Tanpa mengatakan apapun Fara menyimpan coffe nya, lalu dia berbalik tapi baru saja dia akan melangkah langkah Fara terhenti karena suara Aldy.
"Kemana? duduk dan temani aku di sini" ucap Aldy dingin.
Apa seperti ini cara seorang pria mendekati wanita, benar-benar tidak romantis. batin Fara.
"Duduk saja Far, jangan malu-malu nanti kalau nyaman kan bisa lanjut" celetuk Azhela yang turun bersama sang suami.
Juna dan Azhela mendekati Fara dan Aldy, keduanya nampak terlihat canggung saat kedatangan Juna dan Azhela.
"Minum Al, nanti keburu dingin kopi nya" titah Juna.
"Baik tuan" Aldy langsung mengambil cangkir berisi coffe nya.
Aldy mulai minum tapi baru beberapa detik tiba-tiba Aldy melotot dan reflek menyemprotkan coffe dalam mulut nya.
Weeekk
"Coffe apa ini, asin banget" Aldy langsung meminum air putih yang ada di meja.
Azhela dan Juna melihat itu langsung saling melirik, dan keduanya tertawa karena merasa lucu.
"Wah sepertinya ada yang mau kawin nih" celetuk Juna.
Bukk !!
Azhela memukul pelan lengan suaminya.
"Bukan kawin sayang, tapi nikah" timpal Azhela sambil melirik Fara dengan wajah menyebalkan nya.
Fara yang di lirik nampak salah tingkah, dia mengutuki kesalahan nya yang salah memasukkan gula, tapi malah garam yang dapat dia masukkan.
Kenapa aku jadi oon begini sih, kelihatan banget kan sekarang kalau aku salah tingkah. gerutu Fara sambil menggigit bibir bawahnya.
"Aku siapin sarapan dulu sayang, biar nggak canggung" kata Azhela membawa Fara ke dapur.
Meninggalkan Adly dan Juna yang masih di tengah ruang tamu.

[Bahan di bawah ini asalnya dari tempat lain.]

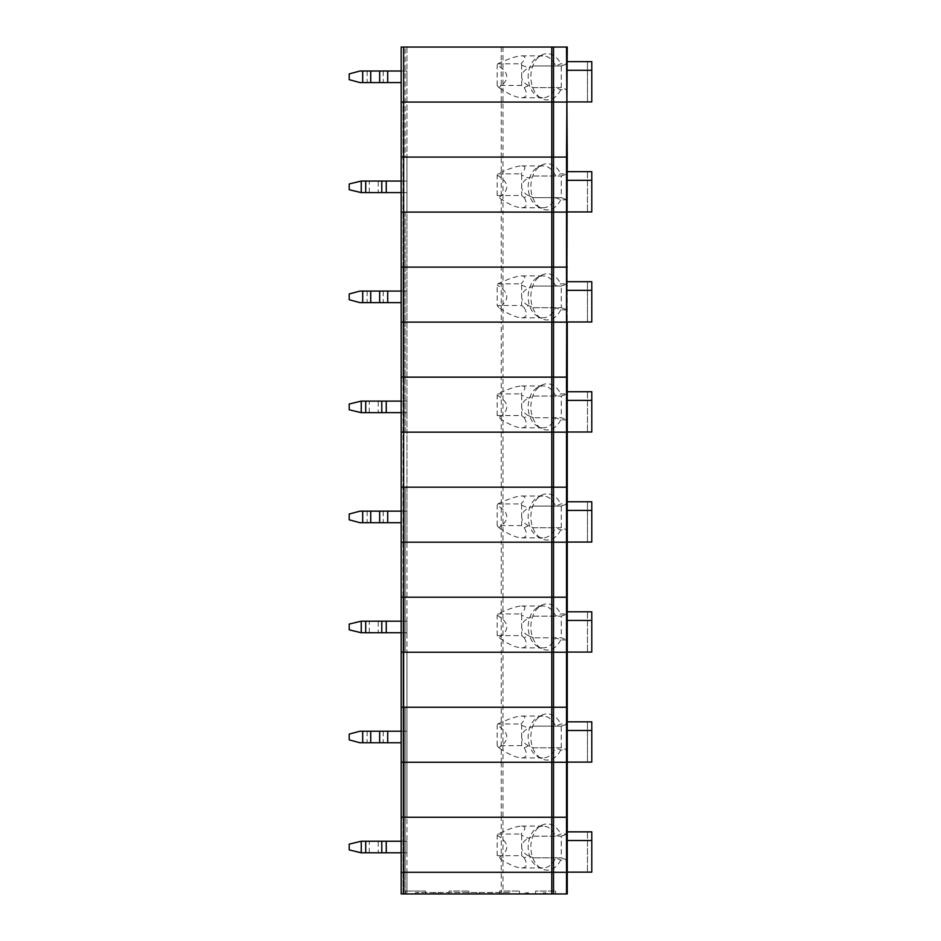 <?xml version="1.0" encoding="UTF-8"?>
<svg xmlns="http://www.w3.org/2000/svg" width="941" height="941" viewBox="0 0 941 941"><rect width="100%" height="100%" fill="white"/><g stroke="black" fill="none" stroke-linecap="round" stroke-linejoin="round"><path stroke-width="0.71" stroke-dasharray="4.71 3.53" d="M403.007 102.063L406.959 102.063L405.148 102.063L406.959 102.063L406.959 47.05L401.184 47.05L401.184 157.076L401.184 102.063L403.007 102.063L401.184 102.063L401.184 157.076L502.988 157.076L501.247 157.076L501.247 102.063L401.184 102.063L403.642 102.063L403.642 47.05L401.184 47.05L406.959 47.05L406.959 157.076L406.959 102.063L403.007 102.063L403.007 157.076L401.184 157.076L406.959 157.076L401.184 157.076L401.184 212.101L567.247 212.101L567.247 199.821L560.707 199.821A556.931 134.692 -165.6 0 0 555.66 197.657A20.937 14.809 90 0 1 542.981 207.761A20.937 14.809 90 0 1 537.593 206.326A20.937 14.809 90 0 1 528.183 186.824A20.937 14.809 90 0 1 537.593 167.322A20.937 14.809 90 0 1 542.981 165.887A20.937 14.809 90 0 1 555.66 176.002A556.931 134.692 -14.4 0 0 560.707 173.838L566.529 173.838L566.529 157.076L502.988 157.076L567.247 157.076L567.058 89.724L567.247 102.063L403.642 102.063L403.642 157.076L401.184 157.076L403.007 157.076L403.007 212.101L406.959 212.101L406.959 157.076L406.959 267.115L406.959 212.101L401.184 212.101L401.184 157.076L401.184 267.115L401.184 212.101L403.007 212.101L403.007 267.115L401.184 267.115L566.529 267.115L401.184 267.115L405.148 267.115L401.184 267.115L401.184 322.128L403.007 322.128L401.184 322.128L401.184 267.115L401.184 872.295L502.988 872.295L401.184 872.295L401.184 817.27L405.148 817.27L401.184 817.27L401.184 893.95L401.184 872.295L406.959 872.295L406.959 817.27L406.959 893.95L406.959 872.295L401.184 872.295L401.184 893.95L502.988 893.95L502.988 872.295L567.247 872.295L567.247 860.015L560.707 860.015A556.931 134.692 -165.6 0 0 555.66 857.851A20.937 14.809 90 0 1 542.981 867.955A20.937 14.809 90 0 1 537.593 866.52A20.937 14.809 90 0 1 528.183 847.018A20.937 14.809 90 0 1 537.593 827.515A20.937 14.809 90 0 1 542.981 826.08A20.937 14.809 90 0 1 555.66 836.196A556.931 134.692 -14.4 0 0 560.707 834.02L566.529 834.02L566.529 817.27L501.247 817.27L567.247 817.27L566.529 817.27L567.058 749.918L567.247 762.257L401.184 762.257L406.959 762.257L406.959 817.27L406.959 762.257L401.184 762.257L401.184 817.27L401.184 762.257L403.007 762.257L401.184 762.257L401.184 707.244L401.184 762.257L403.642 762.257L403.642 707.244L401.184 707.244L403.007 707.244L401.184 707.244L401.184 652.231L406.959 652.231L406.959 707.244L403.007 707.244L406.959 707.244L406.959 762.257L403.007 762.257L406.959 762.257L406.959 652.231L401.184 652.231L401.184 707.244L501.247 707.244L403.642 707.244L403.642 652.231L401.184 652.231L501.247 652.231L403.642 652.231L403.642 597.206L401.184 597.206L405.148 597.206L401.184 597.206L401.184 652.231L401.184 542.192L406.959 542.192L406.959 652.231L406.959 542.192L401.184 542.192L401.184 597.206L502.988 597.206L501.247 597.206L501.247 542.192L401.184 542.192L403.007 542.192L401.184 542.192L401.184 487.179L401.184 542.192L403.642 542.192L403.642 487.179L401.184 487.179L403.007 487.179L401.184 487.179L401.184 432.166L406.959 432.166L406.959 487.179L403.007 487.179L406.959 487.179L406.959 542.192L403.007 542.192L406.959 542.192L406.959 432.166L401.184 432.166L401.184 487.179L501.247 487.179L403.642 487.179L403.642 432.166L401.184 432.166L501.247 432.166L403.642 432.166L403.642 377.141L401.184 377.141L405.148 377.141L401.184 377.141L401.184 432.166L401.184 322.128L406.959 322.128L405.148 322.128L406.959 322.128L406.959 267.115L403.007 267.115L406.959 267.115L406.959 432.166L406.959 322.128L401.184 322.128L401.184 377.141L502.988 377.141L501.247 377.141L501.247 322.128L401.184 322.128L403.642 322.128L403.642 212.101L401.184 212.101L401.184 267.115L403.007 267.115L403.007 377.141L401.184 377.141L406.959 377.141L403.007 377.141L403.007 487.179L401.184 487.179L405.148 487.179L403.007 487.179L403.007 597.206L401.184 597.206L406.959 597.206L403.007 597.206L403.007 707.244L401.184 707.244L405.148 707.244L403.007 707.244L403.007 817.27L401.184 817.27L406.959 817.27L403.007 817.27L403.007 893.95L406.959 893.95L401.184 893.95L403.007 893.95L403.007 102.063M521.667 85.455L497.166 85.455L498.836 87.572C509.975 79.95 509.41 72.433 497.166 65.047A20.937 14.809 90 0 1 497.813 63.8L521.02 63.8A20.937 14.809 90 0 1 521.667 65.047L521.667 85.455L524.219 87.572C527.748 94.088 526.889 97.476 521.667 97.735C515.927 97.476 508.316 94.088 498.836 87.572M401.184 71.022L406.959 71.022L406.959 82.573L406.959 71.022L359.98 71.022L349.205 73.904L349.205 79.679L359.98 82.573L401.184 82.573M524.219 87.572L528.536 85.584L533.335 87.631L561.295 87.631L567.247 89.795L567.247 47.05L403.642 47.05M521.667 65.047L528.536 68.011L533.335 65.964L561.295 65.964L561.295 87.631L567.058 89.724M561.295 87.631L555.66 87.631A20.937 14.809 90 0 1 542.981 97.735A20.937 14.809 90 0 1 537.593 96.3A20.937 14.809 90 0 1 528.183 76.797A20.937 14.809 90 0 1 537.593 57.295A20.937 14.809 90 0 1 542.981 55.86A20.937 14.809 90 0 1 555.66 65.964A556.931 134.692 -14.4 0 0 560.707 63.8L566.529 63.8L566.529 47.05M533.335 87.631L555.66 87.631A556.931 134.692 -165.6 0 1 560.707 89.795L566.529 89.795M591.795 61.636L591.795 101.922L591.795 61.636L591.795 101.922L567.247 101.922L567.247 61.636L591.795 61.636L587.466 61.636L587.466 101.922L587.466 61.636L591.795 61.636M497.166 85.455L497.166 65.047M567.247 61.636L567.247 101.922M497.813 63.8C508.752 58.66 516.703 56.013 521.667 55.86C526.148 56.013 525.937 58.66 521.02 63.8M533.335 65.964L561.295 65.964L566.529 63.8M560.707 89.795A23.102 16.338 90 0 1 541.251 98.311A23.102 16.338 90 0 1 530.853 76.797A23.102 16.338 90 0 1 541.251 55.272A23.102 16.338 90 0 1 560.707 63.8M528.536 85.584C524.102 83.373 521.82 80.444 521.667 76.797C521.82 73.151 524.102 70.222 528.536 68.011M561.295 65.964L567.058 63.87M567.247 70.293L591.795 70.293M533.335 307.695L561.295 307.695L533.335 307.695L528.536 305.649L524.219 307.636L521.667 305.519L497.166 305.519L497.166 285.111A20.937 14.809 90 0 1 497.813 283.864L521.02 283.864A20.937 14.809 90 0 1 521.667 285.111L528.536 288.075L533.335 286.029L561.295 286.029L567.247 283.864L567.247 267.115L566.529 267.115L567.247 267.115L567.247 212.101L502.988 212.101L502.988 102.063L566.529 102.063L567.247 199.821L561.295 197.657L533.335 197.657L561.295 197.657L567.058 199.751M502.988 47.05L502.988 102.063L501.247 102.063L501.247 47.05M378.223 192.599L359.98 192.599L349.205 189.717L349.205 183.942L359.98 181.048L406.959 181.048L406.959 192.599L378.223 192.599L378.223 181.048M560.707 199.821A23.102 16.338 90 0 1 541.251 208.349A23.102 16.338 90 0 1 530.853 186.824A23.102 16.338 90 0 1 541.251 165.31A23.102 16.338 90 0 1 560.707 173.838M533.335 197.657L528.536 195.622L524.219 197.61L521.667 195.493L497.166 195.493L498.836 197.61C509.975 189.976 509.41 182.46 497.166 175.073A20.937 14.809 90 0 1 497.813 173.838C508.752 168.698 516.703 166.051 521.667 165.887C526.148 166.051 525.937 168.698 521.02 173.838A20.937 14.809 90 0 1 521.667 175.073L528.536 178.037L533.335 176.002L561.295 176.002L566.529 173.838M533.335 176.002L561.295 176.002L561.295 197.657M497.166 195.493L497.166 175.073M524.219 197.61C527.748 204.126 526.889 207.502 521.667 207.761C515.927 207.502 508.316 204.126 498.836 197.61M497.813 173.838L521.02 173.838M521.667 175.073L521.667 195.493M528.536 195.622C524.102 193.411 521.82 190.482 521.667 186.824C521.82 183.177 524.102 180.249 528.536 178.037M591.795 211.948L567.247 211.948L567.247 171.662L591.795 171.662L591.795 211.948L591.795 171.662L591.795 211.948L587.466 211.948L591.795 211.948M587.466 171.662L587.466 211.948L587.466 171.662L591.795 171.662L587.466 171.662M567.247 171.662L567.247 211.948M401.184 181.048L406.959 181.048L406.959 192.599L401.184 192.599M405.148 157.076L406.959 157.076L405.148 157.076L405.148 47.05L405.148 157.076M403.642 157.076L501.247 157.076L501.247 212.101L403.642 212.101L403.642 157.076M567.247 180.331L591.795 180.331M561.295 176.002L567.058 173.897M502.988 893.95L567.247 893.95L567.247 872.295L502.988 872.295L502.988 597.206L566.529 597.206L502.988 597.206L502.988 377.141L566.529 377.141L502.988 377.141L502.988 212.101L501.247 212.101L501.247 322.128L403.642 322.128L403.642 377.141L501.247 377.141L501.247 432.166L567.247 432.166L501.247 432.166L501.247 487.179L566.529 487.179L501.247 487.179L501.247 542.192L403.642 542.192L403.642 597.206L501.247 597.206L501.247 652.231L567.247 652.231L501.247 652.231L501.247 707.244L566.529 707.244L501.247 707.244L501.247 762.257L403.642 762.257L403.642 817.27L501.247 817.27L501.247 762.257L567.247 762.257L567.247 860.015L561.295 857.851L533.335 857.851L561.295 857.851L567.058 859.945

"Kau yakin tidak menyukai nya? yang aku lihat kalian mulai dekat" ucap Juna bertanya.
"Apa anda sudah malas jadi CEO tuan? ingin menjadi pak comblang? atau membuka jasa biro jodoh?" balas Adly dingin.
"Ck, kau memang terlalu serius, pantas saja jomblo karatan" kesal Juna lalu berlalu pergi ke meja makan.
Aldy ikut ke meja makan, dalam hati dia menggerutu karena Fara memberikan nya coffe asin.
"Apa dia sengaja memasukkan garam bukan gula, jika benar awas saja aku akan membalas nya" batin Aldy kesal.